Indeed, all that was wanted now was the assurance that Hébert - who himself had a deadly and personal grudge against the Scarlet Pimpernel - would not allow him for one moment out of his sight.

Fortunately as to this, there was no fear. One hint to Hébert and the man was as keen, as determined, as Chauvelin himself.

"Set your mind at rest, citizen," he said with a rough oath. "I guessed how matters stood the moment you gave me the order. I knew you would not take all that trouble for a real Paul Molé. But have no fear! That accursed Englishman has not been one second out of my sight, from the moment I arrested him in the late citizen Marat's lodgings, and by Satan! he shall not be either, until I have seen his impudent head fall under the guillotine."

He himself, he added, had seen to the arrangements for the disposal of the prisoner in the Abbeye: an inner cell, partially partitioned off in one of the guard-rooms, with no egress of its own, and only a tiny grated air-hole high up in the wall, which gave on an outside corridor, and through which not even a cat could manage to slip. Oh! the prisoner was well guarded! The citizen Representative need, of a truth, have no fear! Three or four men - of the best and most trustworthy - had not left the guard-room since the morning.

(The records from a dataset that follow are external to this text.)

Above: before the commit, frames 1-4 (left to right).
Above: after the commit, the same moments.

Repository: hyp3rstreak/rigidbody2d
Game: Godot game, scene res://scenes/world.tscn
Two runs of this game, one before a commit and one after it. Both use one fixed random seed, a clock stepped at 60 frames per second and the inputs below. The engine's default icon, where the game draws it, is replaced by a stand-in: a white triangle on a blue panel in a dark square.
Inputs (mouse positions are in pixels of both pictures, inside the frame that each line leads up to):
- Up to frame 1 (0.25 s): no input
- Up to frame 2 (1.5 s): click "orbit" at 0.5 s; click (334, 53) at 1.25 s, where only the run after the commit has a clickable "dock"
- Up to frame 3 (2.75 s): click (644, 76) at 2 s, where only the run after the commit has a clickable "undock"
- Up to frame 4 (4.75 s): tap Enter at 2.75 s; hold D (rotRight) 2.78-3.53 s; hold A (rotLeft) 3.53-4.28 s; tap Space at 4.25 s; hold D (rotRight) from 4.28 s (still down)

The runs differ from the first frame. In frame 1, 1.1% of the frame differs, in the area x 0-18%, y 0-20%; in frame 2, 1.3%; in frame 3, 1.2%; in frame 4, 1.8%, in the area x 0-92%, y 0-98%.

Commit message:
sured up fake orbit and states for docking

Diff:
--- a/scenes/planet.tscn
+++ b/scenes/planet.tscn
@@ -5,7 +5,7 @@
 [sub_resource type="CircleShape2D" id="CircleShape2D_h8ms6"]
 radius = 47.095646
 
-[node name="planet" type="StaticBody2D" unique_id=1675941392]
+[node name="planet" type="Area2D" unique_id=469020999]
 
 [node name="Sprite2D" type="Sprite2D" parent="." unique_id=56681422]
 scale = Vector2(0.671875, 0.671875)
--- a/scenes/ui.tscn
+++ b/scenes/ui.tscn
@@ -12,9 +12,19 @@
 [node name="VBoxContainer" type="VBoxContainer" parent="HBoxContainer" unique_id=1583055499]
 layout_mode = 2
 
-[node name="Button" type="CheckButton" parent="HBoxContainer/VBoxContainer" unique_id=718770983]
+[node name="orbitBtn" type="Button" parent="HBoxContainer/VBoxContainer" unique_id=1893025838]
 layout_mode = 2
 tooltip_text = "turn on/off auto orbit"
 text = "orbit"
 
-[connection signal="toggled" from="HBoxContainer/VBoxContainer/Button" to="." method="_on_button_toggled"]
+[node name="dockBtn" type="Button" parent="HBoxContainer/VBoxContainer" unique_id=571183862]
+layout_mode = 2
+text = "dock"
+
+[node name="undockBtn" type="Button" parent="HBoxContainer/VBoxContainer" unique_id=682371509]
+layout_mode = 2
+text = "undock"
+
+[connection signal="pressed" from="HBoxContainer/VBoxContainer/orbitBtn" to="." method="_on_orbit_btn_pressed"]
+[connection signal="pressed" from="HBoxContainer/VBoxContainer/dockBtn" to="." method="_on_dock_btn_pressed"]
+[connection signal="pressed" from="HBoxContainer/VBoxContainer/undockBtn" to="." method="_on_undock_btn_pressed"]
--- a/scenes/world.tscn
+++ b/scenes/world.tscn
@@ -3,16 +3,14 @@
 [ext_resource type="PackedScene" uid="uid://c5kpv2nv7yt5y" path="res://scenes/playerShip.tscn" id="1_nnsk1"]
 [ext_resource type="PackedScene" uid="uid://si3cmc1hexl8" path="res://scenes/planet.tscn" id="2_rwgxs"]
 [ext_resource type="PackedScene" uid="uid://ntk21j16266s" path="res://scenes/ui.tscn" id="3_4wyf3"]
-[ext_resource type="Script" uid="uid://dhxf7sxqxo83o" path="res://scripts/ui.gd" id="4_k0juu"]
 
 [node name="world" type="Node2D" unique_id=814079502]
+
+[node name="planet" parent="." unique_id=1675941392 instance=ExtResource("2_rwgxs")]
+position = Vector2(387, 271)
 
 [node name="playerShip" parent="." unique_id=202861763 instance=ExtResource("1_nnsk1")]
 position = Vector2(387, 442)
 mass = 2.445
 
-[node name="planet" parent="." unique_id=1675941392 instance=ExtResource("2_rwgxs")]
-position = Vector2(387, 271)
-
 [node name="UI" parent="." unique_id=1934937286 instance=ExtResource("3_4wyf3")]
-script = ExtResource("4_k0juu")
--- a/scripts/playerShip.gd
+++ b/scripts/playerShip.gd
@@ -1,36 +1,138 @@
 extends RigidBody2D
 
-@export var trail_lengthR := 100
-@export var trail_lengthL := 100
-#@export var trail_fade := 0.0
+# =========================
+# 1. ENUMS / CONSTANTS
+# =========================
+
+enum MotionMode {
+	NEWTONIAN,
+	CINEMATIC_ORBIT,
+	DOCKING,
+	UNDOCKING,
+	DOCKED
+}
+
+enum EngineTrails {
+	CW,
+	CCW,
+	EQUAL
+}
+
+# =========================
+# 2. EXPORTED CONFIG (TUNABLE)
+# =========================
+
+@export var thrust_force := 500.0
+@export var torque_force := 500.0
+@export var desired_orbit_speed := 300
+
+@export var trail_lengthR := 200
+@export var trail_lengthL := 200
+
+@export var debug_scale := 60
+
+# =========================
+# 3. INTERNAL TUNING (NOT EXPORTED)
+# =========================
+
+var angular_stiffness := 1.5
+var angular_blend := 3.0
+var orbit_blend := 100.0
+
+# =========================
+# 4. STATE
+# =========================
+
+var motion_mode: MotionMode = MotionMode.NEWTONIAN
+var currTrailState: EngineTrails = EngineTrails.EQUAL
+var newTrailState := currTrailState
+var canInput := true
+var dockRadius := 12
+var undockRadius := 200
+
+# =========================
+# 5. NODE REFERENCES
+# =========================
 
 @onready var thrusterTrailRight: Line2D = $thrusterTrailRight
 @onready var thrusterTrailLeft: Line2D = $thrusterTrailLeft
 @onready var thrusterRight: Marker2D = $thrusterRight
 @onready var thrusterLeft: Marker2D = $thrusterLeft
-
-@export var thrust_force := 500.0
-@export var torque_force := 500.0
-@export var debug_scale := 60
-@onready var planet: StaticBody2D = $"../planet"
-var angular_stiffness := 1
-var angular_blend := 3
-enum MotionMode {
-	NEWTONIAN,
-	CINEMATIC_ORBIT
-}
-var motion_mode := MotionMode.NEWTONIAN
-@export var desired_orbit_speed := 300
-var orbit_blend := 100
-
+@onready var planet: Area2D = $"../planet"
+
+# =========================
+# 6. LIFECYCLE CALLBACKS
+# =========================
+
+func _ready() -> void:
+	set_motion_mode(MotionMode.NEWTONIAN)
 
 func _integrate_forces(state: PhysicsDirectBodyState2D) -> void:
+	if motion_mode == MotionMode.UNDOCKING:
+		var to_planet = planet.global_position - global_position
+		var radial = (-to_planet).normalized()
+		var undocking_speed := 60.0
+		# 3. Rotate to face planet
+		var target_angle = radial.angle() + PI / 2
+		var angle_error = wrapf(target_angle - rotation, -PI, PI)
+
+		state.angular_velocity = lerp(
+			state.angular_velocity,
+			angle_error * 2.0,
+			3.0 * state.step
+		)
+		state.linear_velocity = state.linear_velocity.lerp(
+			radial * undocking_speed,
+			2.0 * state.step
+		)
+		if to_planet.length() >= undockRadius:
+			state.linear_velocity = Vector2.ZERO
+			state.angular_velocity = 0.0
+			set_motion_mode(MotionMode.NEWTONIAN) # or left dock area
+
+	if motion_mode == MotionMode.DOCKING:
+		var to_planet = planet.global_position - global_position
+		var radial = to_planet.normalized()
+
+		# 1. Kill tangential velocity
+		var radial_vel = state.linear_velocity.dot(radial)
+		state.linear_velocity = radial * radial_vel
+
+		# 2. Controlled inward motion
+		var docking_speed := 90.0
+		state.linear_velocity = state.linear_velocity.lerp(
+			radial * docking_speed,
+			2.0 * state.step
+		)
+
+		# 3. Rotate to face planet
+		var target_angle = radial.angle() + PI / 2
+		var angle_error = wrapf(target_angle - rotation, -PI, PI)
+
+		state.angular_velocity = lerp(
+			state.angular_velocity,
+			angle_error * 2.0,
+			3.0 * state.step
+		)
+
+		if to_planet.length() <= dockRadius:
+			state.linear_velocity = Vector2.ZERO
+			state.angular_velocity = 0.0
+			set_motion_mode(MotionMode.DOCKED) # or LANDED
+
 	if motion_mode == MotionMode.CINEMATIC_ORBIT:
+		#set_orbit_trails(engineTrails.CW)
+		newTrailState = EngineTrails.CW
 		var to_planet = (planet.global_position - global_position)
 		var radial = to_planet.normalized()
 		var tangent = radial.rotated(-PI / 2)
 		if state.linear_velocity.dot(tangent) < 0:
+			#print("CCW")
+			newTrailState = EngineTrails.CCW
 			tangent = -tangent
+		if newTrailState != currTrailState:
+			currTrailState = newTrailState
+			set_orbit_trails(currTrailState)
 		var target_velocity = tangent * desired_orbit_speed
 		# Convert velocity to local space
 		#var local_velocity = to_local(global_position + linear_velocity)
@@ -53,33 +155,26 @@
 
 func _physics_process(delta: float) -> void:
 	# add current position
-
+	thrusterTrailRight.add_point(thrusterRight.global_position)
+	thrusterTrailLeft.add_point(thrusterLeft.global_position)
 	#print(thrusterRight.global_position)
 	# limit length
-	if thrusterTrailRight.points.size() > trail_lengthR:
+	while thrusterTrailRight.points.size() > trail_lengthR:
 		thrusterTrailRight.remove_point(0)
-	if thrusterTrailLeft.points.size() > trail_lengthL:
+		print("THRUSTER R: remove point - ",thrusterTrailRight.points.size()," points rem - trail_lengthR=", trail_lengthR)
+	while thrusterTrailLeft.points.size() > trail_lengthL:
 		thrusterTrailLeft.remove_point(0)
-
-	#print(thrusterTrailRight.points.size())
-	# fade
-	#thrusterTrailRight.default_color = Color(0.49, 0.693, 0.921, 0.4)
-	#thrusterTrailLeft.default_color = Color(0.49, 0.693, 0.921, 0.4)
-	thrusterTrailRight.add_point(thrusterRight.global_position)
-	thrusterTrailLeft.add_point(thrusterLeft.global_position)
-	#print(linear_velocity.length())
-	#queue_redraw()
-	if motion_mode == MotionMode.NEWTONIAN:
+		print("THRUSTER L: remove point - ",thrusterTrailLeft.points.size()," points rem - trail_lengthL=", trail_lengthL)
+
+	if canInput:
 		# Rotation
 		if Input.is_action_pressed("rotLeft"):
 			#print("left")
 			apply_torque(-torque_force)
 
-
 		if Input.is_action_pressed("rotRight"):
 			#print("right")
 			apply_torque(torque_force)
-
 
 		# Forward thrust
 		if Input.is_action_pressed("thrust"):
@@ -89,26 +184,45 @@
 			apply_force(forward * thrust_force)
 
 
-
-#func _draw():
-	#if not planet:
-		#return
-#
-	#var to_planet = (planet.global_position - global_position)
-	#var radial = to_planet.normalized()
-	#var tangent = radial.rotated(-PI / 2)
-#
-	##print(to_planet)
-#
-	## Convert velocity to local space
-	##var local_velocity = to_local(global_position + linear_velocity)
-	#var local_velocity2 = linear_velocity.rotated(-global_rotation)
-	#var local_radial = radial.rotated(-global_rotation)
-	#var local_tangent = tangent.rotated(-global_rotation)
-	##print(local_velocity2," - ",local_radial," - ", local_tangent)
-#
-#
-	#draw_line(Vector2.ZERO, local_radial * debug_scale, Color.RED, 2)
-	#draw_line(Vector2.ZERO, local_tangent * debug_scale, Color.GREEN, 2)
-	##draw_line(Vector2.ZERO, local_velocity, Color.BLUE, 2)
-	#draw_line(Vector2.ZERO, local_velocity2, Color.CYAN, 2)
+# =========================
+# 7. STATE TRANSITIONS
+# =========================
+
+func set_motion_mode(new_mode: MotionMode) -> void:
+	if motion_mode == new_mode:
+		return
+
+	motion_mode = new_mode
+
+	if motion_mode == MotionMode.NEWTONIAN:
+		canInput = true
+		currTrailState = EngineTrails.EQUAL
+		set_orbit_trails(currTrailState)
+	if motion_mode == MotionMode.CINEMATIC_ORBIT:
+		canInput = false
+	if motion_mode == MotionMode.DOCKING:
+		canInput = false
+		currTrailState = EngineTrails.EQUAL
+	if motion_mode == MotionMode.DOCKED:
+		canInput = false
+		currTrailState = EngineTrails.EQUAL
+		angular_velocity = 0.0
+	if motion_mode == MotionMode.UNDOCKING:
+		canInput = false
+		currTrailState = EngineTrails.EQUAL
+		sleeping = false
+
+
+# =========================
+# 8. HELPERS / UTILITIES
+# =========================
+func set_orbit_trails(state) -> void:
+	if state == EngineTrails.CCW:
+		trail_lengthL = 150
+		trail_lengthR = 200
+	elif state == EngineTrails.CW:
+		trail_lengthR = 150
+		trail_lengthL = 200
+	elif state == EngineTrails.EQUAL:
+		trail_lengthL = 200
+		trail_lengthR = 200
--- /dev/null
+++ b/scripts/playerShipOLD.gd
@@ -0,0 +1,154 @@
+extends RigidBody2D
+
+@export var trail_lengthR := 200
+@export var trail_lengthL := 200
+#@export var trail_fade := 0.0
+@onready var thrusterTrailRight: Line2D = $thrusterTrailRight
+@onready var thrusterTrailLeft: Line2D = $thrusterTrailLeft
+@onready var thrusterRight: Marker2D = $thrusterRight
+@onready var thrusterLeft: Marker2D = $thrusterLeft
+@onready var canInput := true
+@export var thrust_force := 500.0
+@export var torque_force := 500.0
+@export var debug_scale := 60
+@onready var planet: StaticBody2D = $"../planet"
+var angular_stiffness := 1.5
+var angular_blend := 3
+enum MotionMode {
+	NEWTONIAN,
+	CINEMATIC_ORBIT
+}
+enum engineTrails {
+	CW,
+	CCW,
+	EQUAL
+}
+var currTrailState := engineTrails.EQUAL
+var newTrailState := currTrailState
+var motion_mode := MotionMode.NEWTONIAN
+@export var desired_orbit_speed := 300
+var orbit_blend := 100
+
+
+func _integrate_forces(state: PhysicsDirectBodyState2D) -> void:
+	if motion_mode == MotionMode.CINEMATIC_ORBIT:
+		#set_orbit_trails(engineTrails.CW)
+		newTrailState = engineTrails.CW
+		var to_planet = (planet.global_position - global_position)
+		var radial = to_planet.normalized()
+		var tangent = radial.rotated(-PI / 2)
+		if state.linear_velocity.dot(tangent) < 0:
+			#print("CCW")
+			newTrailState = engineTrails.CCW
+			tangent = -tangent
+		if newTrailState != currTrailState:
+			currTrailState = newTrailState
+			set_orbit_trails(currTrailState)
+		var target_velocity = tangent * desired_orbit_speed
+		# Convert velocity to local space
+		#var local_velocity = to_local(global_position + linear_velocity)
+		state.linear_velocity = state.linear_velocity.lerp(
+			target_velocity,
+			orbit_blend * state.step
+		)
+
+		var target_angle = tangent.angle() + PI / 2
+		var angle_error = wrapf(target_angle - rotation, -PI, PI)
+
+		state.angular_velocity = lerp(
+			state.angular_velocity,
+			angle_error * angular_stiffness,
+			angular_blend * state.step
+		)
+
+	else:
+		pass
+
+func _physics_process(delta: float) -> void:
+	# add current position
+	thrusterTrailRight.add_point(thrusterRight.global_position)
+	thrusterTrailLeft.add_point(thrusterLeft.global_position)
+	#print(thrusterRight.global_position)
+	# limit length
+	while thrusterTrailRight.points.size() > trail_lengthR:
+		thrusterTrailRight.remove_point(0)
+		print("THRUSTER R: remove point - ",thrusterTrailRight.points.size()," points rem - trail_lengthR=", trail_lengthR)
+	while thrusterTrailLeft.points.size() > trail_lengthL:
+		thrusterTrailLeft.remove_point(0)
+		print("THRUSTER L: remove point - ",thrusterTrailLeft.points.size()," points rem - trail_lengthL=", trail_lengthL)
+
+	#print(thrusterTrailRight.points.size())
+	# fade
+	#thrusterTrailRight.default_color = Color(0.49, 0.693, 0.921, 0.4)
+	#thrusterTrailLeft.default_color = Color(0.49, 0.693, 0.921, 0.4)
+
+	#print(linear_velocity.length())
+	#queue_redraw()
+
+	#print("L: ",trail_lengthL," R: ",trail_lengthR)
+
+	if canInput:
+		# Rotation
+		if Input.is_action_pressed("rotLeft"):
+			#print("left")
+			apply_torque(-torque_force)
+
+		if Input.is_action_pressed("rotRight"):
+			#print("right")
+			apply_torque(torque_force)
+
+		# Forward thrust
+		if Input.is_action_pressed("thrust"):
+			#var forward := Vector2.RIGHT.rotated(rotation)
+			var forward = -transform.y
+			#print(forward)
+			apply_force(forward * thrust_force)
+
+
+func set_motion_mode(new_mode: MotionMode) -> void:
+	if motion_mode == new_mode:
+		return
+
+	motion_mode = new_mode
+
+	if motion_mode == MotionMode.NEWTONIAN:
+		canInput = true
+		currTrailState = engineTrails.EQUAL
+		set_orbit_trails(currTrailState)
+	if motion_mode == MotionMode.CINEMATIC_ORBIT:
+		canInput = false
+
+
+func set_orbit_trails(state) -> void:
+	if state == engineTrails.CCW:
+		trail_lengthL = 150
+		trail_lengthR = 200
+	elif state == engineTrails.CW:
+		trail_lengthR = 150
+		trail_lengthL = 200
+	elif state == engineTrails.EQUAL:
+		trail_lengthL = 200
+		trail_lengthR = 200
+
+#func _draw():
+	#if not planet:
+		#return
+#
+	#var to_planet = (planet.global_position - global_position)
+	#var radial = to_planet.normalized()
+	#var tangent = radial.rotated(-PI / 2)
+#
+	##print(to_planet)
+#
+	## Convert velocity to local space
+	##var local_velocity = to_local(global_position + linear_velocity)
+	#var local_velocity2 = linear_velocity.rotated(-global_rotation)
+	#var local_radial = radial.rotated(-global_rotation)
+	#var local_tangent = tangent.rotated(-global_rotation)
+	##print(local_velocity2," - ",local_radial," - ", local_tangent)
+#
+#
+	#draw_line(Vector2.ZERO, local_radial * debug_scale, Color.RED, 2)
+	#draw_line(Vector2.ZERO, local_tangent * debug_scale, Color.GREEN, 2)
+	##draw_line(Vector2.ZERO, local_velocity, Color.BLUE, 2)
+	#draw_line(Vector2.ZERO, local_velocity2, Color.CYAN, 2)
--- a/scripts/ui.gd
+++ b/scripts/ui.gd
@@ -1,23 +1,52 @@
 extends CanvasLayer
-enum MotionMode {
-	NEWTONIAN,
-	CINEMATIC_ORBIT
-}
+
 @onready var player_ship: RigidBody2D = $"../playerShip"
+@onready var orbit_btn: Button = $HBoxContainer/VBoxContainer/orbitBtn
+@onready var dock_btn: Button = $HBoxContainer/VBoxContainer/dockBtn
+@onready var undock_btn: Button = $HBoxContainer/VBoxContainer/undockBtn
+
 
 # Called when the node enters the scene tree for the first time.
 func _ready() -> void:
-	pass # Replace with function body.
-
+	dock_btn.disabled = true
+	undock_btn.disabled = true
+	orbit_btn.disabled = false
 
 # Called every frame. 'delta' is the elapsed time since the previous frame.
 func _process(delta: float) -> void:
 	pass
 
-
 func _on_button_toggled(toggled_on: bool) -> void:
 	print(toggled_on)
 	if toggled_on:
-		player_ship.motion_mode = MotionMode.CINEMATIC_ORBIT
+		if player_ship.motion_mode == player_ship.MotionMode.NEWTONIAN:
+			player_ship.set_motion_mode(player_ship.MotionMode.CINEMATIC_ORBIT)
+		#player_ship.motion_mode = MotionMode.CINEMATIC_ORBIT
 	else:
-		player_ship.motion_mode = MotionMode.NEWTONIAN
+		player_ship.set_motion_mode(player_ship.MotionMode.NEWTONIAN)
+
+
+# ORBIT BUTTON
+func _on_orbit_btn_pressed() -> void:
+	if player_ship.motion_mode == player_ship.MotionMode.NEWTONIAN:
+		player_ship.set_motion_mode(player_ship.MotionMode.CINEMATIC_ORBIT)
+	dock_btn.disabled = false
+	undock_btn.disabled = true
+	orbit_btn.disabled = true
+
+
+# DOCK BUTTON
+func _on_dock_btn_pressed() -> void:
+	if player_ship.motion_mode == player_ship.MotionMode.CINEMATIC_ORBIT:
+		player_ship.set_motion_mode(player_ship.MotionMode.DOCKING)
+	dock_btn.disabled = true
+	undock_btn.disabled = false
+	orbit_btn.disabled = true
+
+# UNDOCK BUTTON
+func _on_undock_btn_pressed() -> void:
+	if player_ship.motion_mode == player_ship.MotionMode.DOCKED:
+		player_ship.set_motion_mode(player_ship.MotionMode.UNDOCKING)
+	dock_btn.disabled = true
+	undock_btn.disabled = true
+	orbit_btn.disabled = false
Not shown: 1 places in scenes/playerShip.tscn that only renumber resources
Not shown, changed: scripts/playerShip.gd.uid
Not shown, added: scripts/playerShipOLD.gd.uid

He himself (Hébert) had kept the accursed Englishman in sight all night, had personally conveyed him to the Abbaye, and had only left the guard-room a moment ago in order to speak with the citizen Representative. He was going back now at once, and would not move until the order came for the prisoner to be conveyed to the Court of Justice and thence to summary execution.

For the nonce, Hébert concluded with a complacent chuckle, the Englishman was still crouching dejectedly in a corner of his new cell, with little of him visible save that naked shoulder through his torn shirt, which, in the process of transference from one prison to another, had become a shade more grimy.

Chauvelin nodded, well satisfied. He commended Hébert for his zealm, rejoiced with him over the inevitable triumph. It would be well to avenge that awful humiliation at Calais last September. Nevertheless, he felt anxious and nervy; he could not comprehend the apathy assumed by the factitious Molé.

That the apathy was assumed Chauvelin was keen enough to guess. What it portended he could not conjecture. But that the Englishman would make a desperate attempt at escape was, of course, a foregone conclusion. It rested with Hébert and a guard that could neither be bribed nor fooled into treachery, to see that such an attempt remained abortive.